Elle posa son stylo.
« Vous avez raison. Mais Lily mérite surtout que nous soyons précis. »
Elle avait raison.
Quelques minutes plus tard, la police arriva.
Deux agents.
Puis un détective spécialisé.
Je répétai toute l’histoire.
Je montrai les messages de Sarah.
Le détective les photographia.
Puis il demanda :
« Vous connaissez Greg ? »
« Non. »
« Keller ? »
« Non. »
« Votre sœur a-t-elle récemment eu des problèmes financiers ? »
La question me surprit.
« Je ne sais pas. Pourquoi ? »
« Nous vérifions toutes les possibilités. »
Mon téléphone vibra.
Un message de Sarah.
Je suis désolée.
Puis :
Je pensais pouvoir arrêter après aujourd’hui.
Je montrai immédiatement l’écran.
Le détective me demanda de ne pas répondre.
Un deuxième message arriva.
Il m’avait promis que c’était la dernière fois.
Puis :
Je n’avais plus le choix.
Le détective prit une photo.
« Madame, savez-vous où se trouve votre sœur maintenant ? »

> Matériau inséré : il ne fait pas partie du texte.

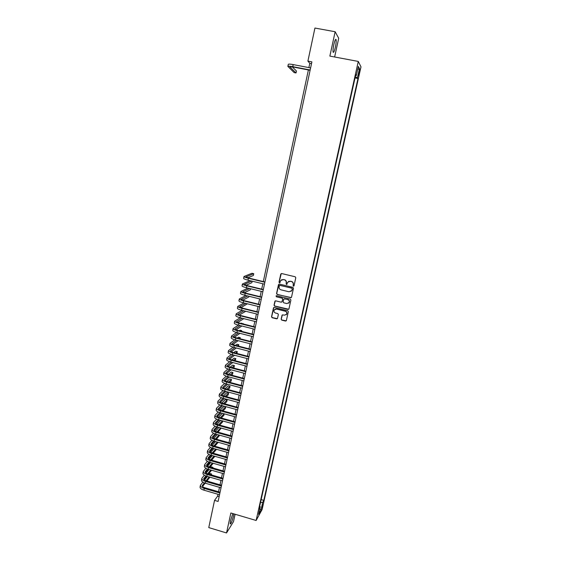 <?xml version="1.0" encoding="UTF-8"?>
<svg xmlns="http://www.w3.org/2000/svg" width="561" height="561" viewBox="0 0 561 561"><rect width="100%" height="100%" fill="white"/><g stroke="black" fill="none" stroke-linecap="round" stroke-linejoin="round"><path stroke-width="0.84" d="M293.382 286.18L294.027 285.773L295.794 277.723L295.205 276.783L281.671 273.544L280.759 274.126L279.02 282.155L279.427 282.807L280.009 282.555L280.549 280.689L283.214 279.525L284.336 279.799C285.759 280.297 286.383 281.292 286.208 282.793L286.398 284.49L286.987 284.224L287.498 282.414L290.191 281.208L291.32 281.482C292.751 281.973 293.375 282.975 293.2 284.483L293.382 286.18M288.522 281.405L291.461 281.398C292.891 281.895 293.515 282.898 293.34 284.399L293.108 285.437L293.852 286.068M281.25 273.565L279.175 282.078L279.876 282.716M281.615 279.694L284.483 279.722C285.907 280.22 286.531 281.215 286.355 282.716L286.131 283.754L286.846 284.392M232.836 513.581L230.536 520.671L230.178 523.946C230.971 524.1 232.058 521.457 233.446 516.015L233.818 513.869M335.373 47.159C336.088 43.674 336.341 41.184 336.123 39.691C335.632 38.625 334.868 40.259 333.83 44.585C333.115 48.085 332.869 50.574 333.094 52.04C333.592 53.092 334.349 51.465 335.373 47.159M262.955 504.753L261.756 507.95L262.955 504.753M281.145 319.181L281.727 320.114L285.493 321.053L286.341 320.661L288.333 311.678L287.751 310.745L274.336 307.428L273.502 307.793L271.531 316.783L272.113 317.715L276.636 318.844L277.478 318.466L278.361 314.518L277.779 313.592L275.528 313.031C274.119 312.449 273.663 311.446 274.168 310.023L276.398 309.041L285.226 311.222C286.622 311.783 287.085 312.772 286.622 314.181L284.35 315.226L282.877 314.854L282.036 315.24L281.145 319.181L281.874 319.994L286.215 320.843M334.637 56.991L338.711 38.26L335.141 31.739L329.861 56.093L358.283 61.437L256.125 520.482L230.859 512.992L226.532 532.95L208.762 527.592L214.54 500.384L218.11 501.436L311.902 61.871L307.905 61.114L309.798 63.33L308.887 67.601M335.141 31.739L314.931 28.05L307.905 61.114M290.605 297.758L291.517 297.19L293.473 288.291L292.884 287.351L279.392 284.09L278.48 284.665L276.559 293.543L277.141 294.476L291.278 297.596M290.9 300.016L288.95 308.873L288.038 309.434L274.617 306.124L274.041 305.191L274.932 301.215L275.76 300.85L281.201 302.183L282.113 301.615L282.66 299.104L282.078 298.172L276.405 296.783L276.054 295.984L276.636 295.731L290.31 299.076L290.9 300.016M286.152 314.798L286.769 314.069C287.232 312.659 286.762 311.678 285.374 311.117L285.226 311.222M359.096 71.261L358.325 75.889L359.545 72.103L359.917 69.269L359.096 71.261M358.283 61.437L360.982 66.843L262.134 509.465L256.125 520.482M261.16 499.606L263.796 500.377L357.974 78.526L357.462 77.621L355.267 76.906M263.796 500.377L262.702 502.354L261.019 509.893L258.558 514.381L260.262 506.737L259.112 508.799L355.765 74.655L356.312 75.602L358.353 66.422L359.475 68.589L357.462 77.621M226.532 532.95L233.502 521.611L235.108 514.255M217.998 494.29L217.605 496.148L214.54 500.384M308.389 69.95L263.312 281.573M262.843 283.754L261.699 289.139M261.23 291.334L260.094 296.685M259.624 298.894L258.488 304.202M258.018 306.425L256.896 311.699M256.419 313.936L255.304 319.174M254.82 321.418L253.712 326.621M253.235 328.879L252.134 334.047M251.651 336.32L250.557 341.453M250.073 343.732L248.986 348.83M248.495 351.123L247.415 356.186M246.924 358.493L245.851 363.521M245.36 365.842L244.294 370.835M243.804 373.163L242.745 378.121M242.247 380.463L241.195 385.386M240.697 387.742L239.652 392.63M239.147 395L238.116 399.853M237.612 402.237L236.581 407.055M236.069 409.446L235.052 414.235M234.54 416.634L233.53 421.388M233.011 423.807L232.009 428.52M231.49 430.953L230.494 435.638M229.975 438.071L228.986 442.727M228.46 445.175L227.478 449.796M226.953 452.257L225.978 456.843M225.452 459.319L224.477 463.87M223.951 466.352L222.983 470.875M222.458 473.372L221.497 477.86M220.964 480.363L220.017 484.823M219.477 487.341L218.538 491.766M311.516 63.659L309.798 63.33M219.148 496.597L217.605 496.148M355.029 77.958L357.974 78.526M355.562 75.581L356.312 75.602M260.262 506.737L259.687 506.218M260.5 502.544L262.702 502.354M357.673 69.501L359.475 68.589M261.019 509.893L259.785 508.862M278.936 284.118L276.713 293.452L277.295 294.378L290.745 297.667M292.239 288.866L291.825 288.207L279.981 285.346L279.399 285.598L279.112 286.839C278.936 288.333 279.56 289.329 280.977 289.827L289.062 291.79L291.783 290.556L292.379 288.782L291.825 288.207M279.687 285.36L291.965 288.123M291.005 291.44L291.993 289.96M292.379 288.782L292.134 289.876M275.262 300.892L274.196 305.086L274.778 306.018L288.74 309.251M281.867 302.028L282.807 299.006L282.225 298.073L276.405 296.783M276.321 295.752L276.559 296.685M286.86 303.571L289.132 302.533C289.609 301.117 289.146 300.121 287.744 299.56L284.616 298.789L283.705 299.357L283.158 301.874L283.74 302.807L286.86 303.571M288.578 303.213L289.273 302.435C289.749 301.012 289.287 300.023 287.884 299.462L287.744 299.56M284.097 298.852L287.884 299.462M282.323 314.931L281.299 319.069M274.869 309.272L276.552 308.936L285.374 311.117M273.824 307.484L271.692 316.67L272.267 317.596L277.337 318.655M287.87 66.373L288.291 64.361C288.529 63.968 290.156 64.045 293.179 64.592L310.612 67.93M310.107 70.279L293.101 67.011L289.841 66.85L296.033 72.965L294.167 72.6L287.863 66.415C288.095 66.03 289.721 66.107 292.744 66.654L310.163 70.006M296.033 72.965L296.439 71.009L292.288 66.871M247.78 277.793L253.362 275.5L253.74 273.698L251.966 273.27L244 276.482C244.056 276.938 245.508 277.527 248.362 278.256L264.876 282.253M243.993 276.517L243.607 278.361C243.663 278.824 245.108 279.42 247.962 280.149L264.476 284.154M264.939 281.973L248.811 278.067L245.9 276.889L253.74 273.698M250.031 280.647L242.436 283.992C242.478 284.483 243.923 285.086 246.77 285.815L263.263 289.841M242.422 284.034L242.043 285.872C242.086 286.362 243.53 286.973 246.377 287.709L262.857 291.734M263.326 289.539L247.226 285.612L244.33 284.399L251.798 281.075M246.041 285.29L251.847 282.688L252.162 281.166M247.962 288.095L240.872 291.489C240.907 292 242.352 292.625 245.192 293.361L261.643 297.407M240.858 291.531L240.48 293.354C240.515 293.873 241.959 294.504 244.792 295.24L261.244 299.294M261.714 297.085L245.648 293.137L242.766 291.888L249.736 288.529M244.323 292.765L250.332 289.855L250.571 288.733M245.963 295.528L239.309 298.95C239.344 299.497 240.781 300.135 243.614 300.878L260.038 304.946M239.302 298.999L238.923 300.815C238.951 301.362 240.389 302.014 243.222 302.758L259.638 306.825M260.108 304.602L244.07 300.64L241.202 299.35L247.738 295.97M242.633 300.219L248.832 297L248.986 296.271M244.014 302.954L237.759 306.397C237.787 306.965 239.21 307.624 242.036 308.375L258.432 312.463M237.745 306.446L237.366 308.255C237.394 308.831 238.825 309.497 241.651 310.247L258.032 314.335M258.509 312.105L242.506 308.115L239.645 306.797L245.788 303.389M240.964 307.652L247.401 303.789M242.107 310.359L236.209 313.816C236.23 314.412 237.654 315.093 240.473 315.843L256.833 319.952M236.195 313.865L235.823 315.668C235.844 316.278 237.261 316.958 240.08 317.708L256.433 321.825M256.917 319.574L240.942 315.57C239.056 315.065 238.109 314.616 238.095 314.216L243.881 310.801M239.316 315.065L245.76 311.271M240.241 317.75L234.659 321.215C234.68 321.839 236.097 322.533 238.909 323.297L255.241 327.421M234.652 321.271L234.281 323.059C234.295 323.697 235.704 324.391 238.523 325.156L254.841 329.286M255.325 327.028L239.379 322.996C237.506 322.491 236.56 322.028 236.546 321.614L242.015 318.199M237.675 322.456L243.804 318.648M238.411 325.128L233.124 328.592C233.131 329.244 234.54 329.952 237.352 330.717L253.649 334.868M233.11 328.648L232.738 330.429C232.745 331.088 234.154 331.803 236.966 332.575L253.256 336.726M253.74 334.454L237.829 330.408C235.95 329.896 235.01 329.419 235.003 328.984L240.185 325.576M236.055 329.826L241.889 326.004M243.151 323.949L241.475 323.164L241.069 323.424M242.822 323.865L243.222 323.606M236.616 332.477L231.588 335.941C231.595 336.621 232.997 337.35 235.802 338.122L252.071 342.294M231.574 336.004L231.202 337.778C231.209 338.465 232.612 339.195 235.41 339.966L251.672 344.145M252.162 341.859L236.279 337.792C234.407 337.273 233.467 336.789 233.467 336.334L238.383 332.932M234.442 337.175L240.01 333.346M241.588 331.362L241.742 330.653L239.996 330.212L239.189 330.752M240.942 331.2L241.742 330.653M234.842 339.812L230.059 343.276C230.052 343.984 231.455 344.72 234.253 345.499L250.487 349.692M230.045 343.332L229.673 345.099C229.673 345.814 231.069 346.565 233.867 347.343L250.094 351.537M250.585 349.244L234.729 345.148C232.864 344.636 231.931 344.138 231.931 343.669L236.609 340.275M232.843 344.503L238.166 340.674M240.031 338.753L240.262 337.68L238.516 337.231L237.338 338.066M239.091 338.514L240.262 337.68M233.103 347.133L228.53 350.583C228.523 351.312 229.919 352.077 232.71 352.855L248.916 357.069M228.516 350.646L228.152 352.406C228.145 353.142 229.533 353.907 232.324 354.692L248.523 358.914M249.014 356.6L233.194 352.49C231.328 351.971 230.403 351.459 230.403 350.969L234.856 347.603M231.258 351.803L236.349 347.981M238.481 346.116L238.783 344.685L237.044 344.237L235.522 345.352M237.275 345.807L238.783 344.685M231.384 354.426L227.009 357.862C226.995 358.626 228.383 359.405 231.167 360.19L247.345 364.426M226.995 357.932L226.63 359.685C226.616 360.45 228.004 361.228 230.788 362.02L246.952 366.263M247.45 363.942L231.658 359.804C229.8 359.278 228.874 358.767 228.881 358.255L233.131 354.903M229.68 359.089L234.561 355.274M236.889 353.451L237.31 351.67L235.578 351.221L233.727 352.631M235.48 353.086L237.31 351.67M229.68 361.698L225.494 365.127C225.473 365.919 226.854 366.712 229.638 367.504L245.781 371.754M225.48 365.197L225.115 366.936C225.094 367.736 226.476 368.528 229.253 369.327L245.388 373.584M245.886 371.249L230.122 367.097C228.271 366.571 227.352 366.045 227.359 365.52L231.42 362.189M228.11 366.347L232.794 362.546M235.073 360.702L235.844 358.633L234.112 358.177L231.959 359.889M233.713 360.344L235.844 358.633M228.004 368.949L223.986 372.371C223.958 373.184 225.333 373.991 228.11 374.79L244.224 379.068M223.965 372.434L223.608 374.173C223.58 374.993 224.954 375.807 227.724 376.606L243.832 380.891M244.337 378.542L228.6 374.369C226.749 373.836 225.831 373.303 225.845 372.756L229.73 369.454M226.546 373.584L231.048 369.804M233.278 367.932L234.014 367.308L234.386 365.576L232.654 365.12L230.22 367.125M231.966 367.588L234.386 365.576M226.342 376.179L222.479 379.587C222.444 380.428 223.811 381.249 226.581 382.055L242.668 386.354M222.458 379.657L222.1 381.389C222.065 382.237 223.432 383.065 226.202 383.871L242.282 388.17M242.78 385.814L227.079 381.62C225.234 381.087 224.316 380.533 224.337 379.972L228.054 376.697M224.996 380.8L229.33 377.034M231.504 375.141L232.563 374.222L232.927 372.497L231.195 372.041L228.495 374.341M230.241 374.811L232.927 372.497M224.695 383.394L220.971 386.781C220.936 387.651 222.303 388.493 225.066 389.299L241.118 393.612M220.957 386.859L220.599 388.577C220.557 389.453 221.925 390.295 224.688 391.108L240.732 395.428M241.237 393.058L225.564 388.85C223.72 388.31 222.808 387.749 222.829 387.167L226.392 383.92M223.446 388.002L227.626 384.25M229.758 382.336L231.104 381.122L231.469 379.397L229.744 378.941L226.798 381.543M228.537 382.013L231.469 379.397M223.061 390.582L219.477 393.955C219.435 394.853 220.789 395.708 223.551 396.522L239.575 400.856M219.456 394.032L219.099 395.743C219.056 396.648 220.417 397.511 223.173 398.324L239.189 402.665M239.694 400.281L224.049 396.052C222.212 395.512 221.307 394.937 221.336 394.341L224.751 391.129M221.911 395.168L225.936 391.445M228.025 389.509L229.659 388.002L230.017 386.284L228.299 385.821L225.115 388.717M226.854 389.194L230.017 386.284M221.441 397.749L217.984 401.108C217.934 402.027 219.288 402.903 222.037 403.724L238.032 408.078M217.963 401.185L217.612 402.896C217.563 403.822 218.909 404.698 221.665 405.519L237.647 409.874M238.159 407.482L222.542 403.233C220.704 402.686 219.807 402.111 219.835 401.494L223.117 398.31M220.382 402.321L224.267 398.619M226.314 396.662L228.215 394.86L228.572 393.142L226.854 392.686L223.446 395.87M225.178 396.361L228.572 393.142M219.835 404.895L216.49 408.24C216.441 409.186 217.787 410.07 220.536 410.897L236.497 415.273M216.476 408.324L216.125 410.021C216.069 410.975 217.409 411.865 220.157 412.693L236.111 417.068M236.63 414.663L221.041 410.4C219.211 409.846 218.313 409.257 218.341 408.625L221.497 405.47M218.86 409.453L222.612 405.778M224.624 403.801L226.77 401.697L227.135 399.986L225.417 399.523L221.805 403.008M223.523 403.499L227.135 399.986M218.243 412.026L215.01 415.35C214.947 416.318 216.294 417.223 219.035 418.057L234.968 422.447M214.989 415.435L214.639 417.125C214.575 418.099 215.915 419.011 218.657 419.838L234.582 424.235M235.101 421.823L219.54 417.538C217.717 416.984 216.819 416.381 216.855 415.729L219.891 412.615M217.345 416.564L220.964 412.91M222.948 410.918L225.34 408.513L225.697 406.809L223.986 406.346L220.171 410.119M221.883 410.624L225.697 406.809M216.665 419.13L213.531 422.433C213.468 423.436 214.8 424.354 217.535 425.189L233.439 429.6M213.51 422.524L213.159 424.207C213.096 425.21 214.428 426.129 217.163 426.97L233.06 431.388M233.579 428.955L218.047 424.656C216.223 424.095 215.333 423.485 215.375 422.819L218.299 419.733M215.831 423.646L219.337 420.028M221.286 418.015L223.902 415.308L224.218 413.808M220.249 417.728L224.105 413.773M222.394 413.303L218.552 417.209M215.087 426.213L212.051 429.502C211.981 430.525 213.313 431.458 216.041 432.3L231.917 436.731M212.037 429.593L211.686 431.269C211.616 432.293 212.942 433.232 215.669 434.074L231.539 438.513M232.058 436.072L216.56 431.746C214.737 431.185 213.853 430.568 213.895 429.88L216.714 426.837M214.33 430.715L217.717 427.124M219.639 425.091L222.479 422.089L222.717 420.96M218.636 424.817L222.38 420.869M220.676 420.399L216.953 424.277M213.531 433.274L210.585 436.549C210.508 437.594 211.834 438.541 214.554 439.389L230.403 443.842M210.564 436.64L210.214 438.302C210.137 439.361 211.462 440.315 214.183 441.163L230.024 445.616M230.543 443.162L215.073 438.821C213.257 438.26 212.374 437.629 212.423 436.928L215.136 433.912M212.829 437.762L216.111 434.2M218.005 432.152L221.209 428.092M217.03 431.879L220.676 427.945M218.972 427.468L215.361 431.325M211.974 440.315L209.12 443.569C209.036 444.642 210.354 445.609 213.075 446.458L228.888 450.932M209.099 443.667L208.748 445.322C208.671 446.402 209.982 447.369 212.703 448.225L228.509 452.699M229.035 450.238L213.594 445.876C211.785 445.308 210.901 444.663 210.957 443.947L213.573 440.974M211.336 444.782L214.519 441.255M216.385 439.193L219.716 435.203M215.431 438.926L218.986 435.006M217.282 434.53L213.783 438.351M210.431 447.334L207.654 450.574C207.57 451.675 208.881 452.65 211.595 453.505L227.38 457.993M207.633 450.665L207.29 452.32C207.198 453.428 208.517 454.41 211.224 455.266L227.002 459.761M227.535 457.285L212.121 452.909C210.312 452.334 209.435 451.682 209.491 450.953L212.016 448.015M209.849 451.787L212.935 448.288M214.772 446.205L218.222 442.292M213.853 445.946L217.317 442.04M215.613 441.563L212.212 445.357M208.902 454.34L206.196 457.559C206.104 458.681 207.416 459.669 210.123 460.532L225.88 465.041M206.175 457.65L205.831 459.298C205.74 460.427 207.044 461.423 209.751 462.285L225.501 466.801M226.034 464.312L210.648 459.915C208.839 459.34 207.97 458.681 208.033 457.93L210.473 455.027M208.369 458.765L211.364 455.308M213.173 453.204L216.539 449.312M212.275 452.951L215.655 449.059M213.951 448.576L210.655 452.334M207.374 461.317L204.744 464.515C204.646 465.665 205.95 466.675 208.65 467.537L224.379 472.06M204.723 464.613L204.379 466.254C204.281 467.404 205.585 468.421 208.285 469.291L224.007 473.814M224.54 471.324L209.183 466.906C207.381 466.331 206.511 465.658 206.574 464.894L208.937 462.026M206.897 465.728L209.8 462.299M211.588 460.188L214.877 456.303M210.712 459.936L214.014 456.058M212.31 455.574L209.106 459.298M205.859 468.274L203.292 471.457C203.194 472.628 204.492 473.652 207.184 474.522L222.885 479.066M203.271 471.556L202.935 473.189C202.83 474.368 204.127 475.391 206.82 476.268L222.514 480.812M223.047 478.309L207.717 473.877C205.922 473.295 205.053 472.614 205.123 471.829L207.409 469.003M205.424 472.664L208.243 469.277M210.01 467.145L213.222 463.281M214.288 460.96L212.465 460.434M209.155 466.899L212.381 463.042M210.677 462.552L207.57 466.24M204.344 475.209L201.848 478.372C201.743 479.571 203.033 480.609 205.726 481.485L221.399 486.05M201.827 478.477L201.49 480.104C201.378 481.303 202.668 482.348 205.361 483.224L221.027 487.79M221.56 485.272L206.259 480.819C204.463 480.237 203.601 479.543 203.678 478.75L205.887 475.952M203.959 479.585L206.693 476.233M208.447 474.087L211.581 470.237M212.815 467.951L212.942 467.334L211.259 466.85L210.824 467.376M207.612 473.842L210.761 469.999M212.507 467.867L212.942 467.334M209.057 469.508L206.041 473.161M202.844 482.13L200.41 485.272C200.298 486.492 201.581 487.544 204.274 488.428L219.912 493.007M200.389 485.377L200.053 486.997C199.933 488.224 201.224 489.276 203.909 490.16L219.54 494.746M220.08 492.214L204.807 487.747C203.019 487.158 202.156 486.457 202.233 485.644L204.372 482.888M202.5 486.485L205.158 483.161M206.89 481.001L209.954 477.173M211.343 474.922L211.546 473.961L209.863 473.477L209.197 474.304M206.076 480.77L209.155 476.941M210.88 474.788L211.546 473.961M207.451 476.45L204.527 480.055M358.935 71.983L359.545 72.103M358.542 73.779L359.145 73.898M293.179 64.592L292.744 66.654M248.362 278.256L247.962 280.149M246.77 285.815L246.377 287.709M245.192 293.361L244.792 295.24M243.614 300.878L243.222 302.758M242.036 308.375L241.651 310.247M240.473 315.843L240.08 317.708M238.909 323.297L238.523 325.156M237.352 330.717L236.966 332.575M235.802 338.122L235.41 339.966M233.579 336.2L233.509 336.551M234.253 345.499L233.867 347.343M232.051 343.521L231.974 343.886M232.71 352.855L232.324 354.692M230.522 350.821L230.445 351.2M231.167 360.19L230.788 362.02M229 358.1L228.916 358.493M229.638 367.504L229.253 369.327M227.486 365.351L227.394 365.758M228.11 374.79L227.724 376.606M225.971 372.588L225.88 373.009M226.581 382.055L226.202 383.871M224.463 379.797L224.372 380.232M225.066 389.299L224.688 391.108M222.955 386.985L222.864 387.434M223.551 396.522L223.173 398.324M221.455 394.152L221.357 394.614M222.037 403.724L221.665 405.519M219.961 401.297L219.863 401.774M220.536 410.897L220.157 412.693M218.474 408.422L218.369 408.913M219.035 418.057L218.657 419.838M216.988 415.519L216.883 416.031M217.535 425.189L217.163 426.97M215.501 422.601L215.396 423.12M216.041 432.3L215.669 434.074M214.029 429.663L213.916 430.196M214.554 439.389L214.183 441.163M212.556 436.696L212.444 437.243M213.075 446.458L212.703 448.225M211.09 443.716L210.971 444.277M211.595 453.505L211.224 455.266M209.625 450.714L209.505 451.282M210.123 460.532L209.751 462.285M208.166 457.685L208.04 458.274M208.65 467.537L208.285 469.291M206.707 464.641L206.581 465.237M207.184 474.522L206.82 476.268M205.256 471.57L205.13 472.187M205.726 481.485L205.361 483.224M203.811 478.484L203.685 479.108M204.274 488.428L203.909 490.16M202.374 485.377L202.24 486.015M335.471 39.565L336.123 39.691"/></g></svg>

« Chez elle, je suppose. »
Il sortit immédiatement.
Je compris qu’une équipe allait vérifier.
Une heure passa.
Puis deux.
Emma finit par s’endormir sur deux chaises rapprochées.
Lily regardait un dessin animé sans vraiment le regarder.
Le Dr Patel revint.
Elle s’assit face à moi.
« L’incision semble compatible avec un prélèvement de tissu. »
Je sentis mes doigts devenir froids.
« Pourquoi quelqu’un ferait ça à une enfant ? »
« Il existe des raisons médicales légitimes d’effectuer une biopsie. »
« Mais pas dans une maison. »
« Non. »
« Et pas en demandant à l’enfant de garder le secret. »
« Non. »
Elle marqua une pause.
« Nous avons également trouvé plusieurs marques anciennes compatibles avec des prises de sang répétées. »
Je regardai Lily.
Six ans.
Combien de temps cela durait-il ?
« Est-ce qu’elle va bien ? »
« Pour le moment, ses constantes sont bonnes. Nous allons surveiller l’incision et effectuer d’autres examens. »
Je laissai échapper l’air que je retenais.
Puis le détective revint.
Son visage me dit immédiatement que quelque chose avait changé.
« Nous sommes allés chez votre sœur. »
Je me levai.
« Elle va bien ? »
« Elle n’était pas là. »
« Quoi ? »
« La porte était ouverte. Son téléphone était dans la cuisine. »
Mon cœur s’arrêta presque.
« Alors qui m’envoyait ces messages ? »
Il me regarda.
« Nous essayons de le déterminer. »
Je sortis mon téléphone.
Le dernier message avait été envoyé dix-sept minutes plus tôt.
Sarah n’avait donc probablement pas son appareil.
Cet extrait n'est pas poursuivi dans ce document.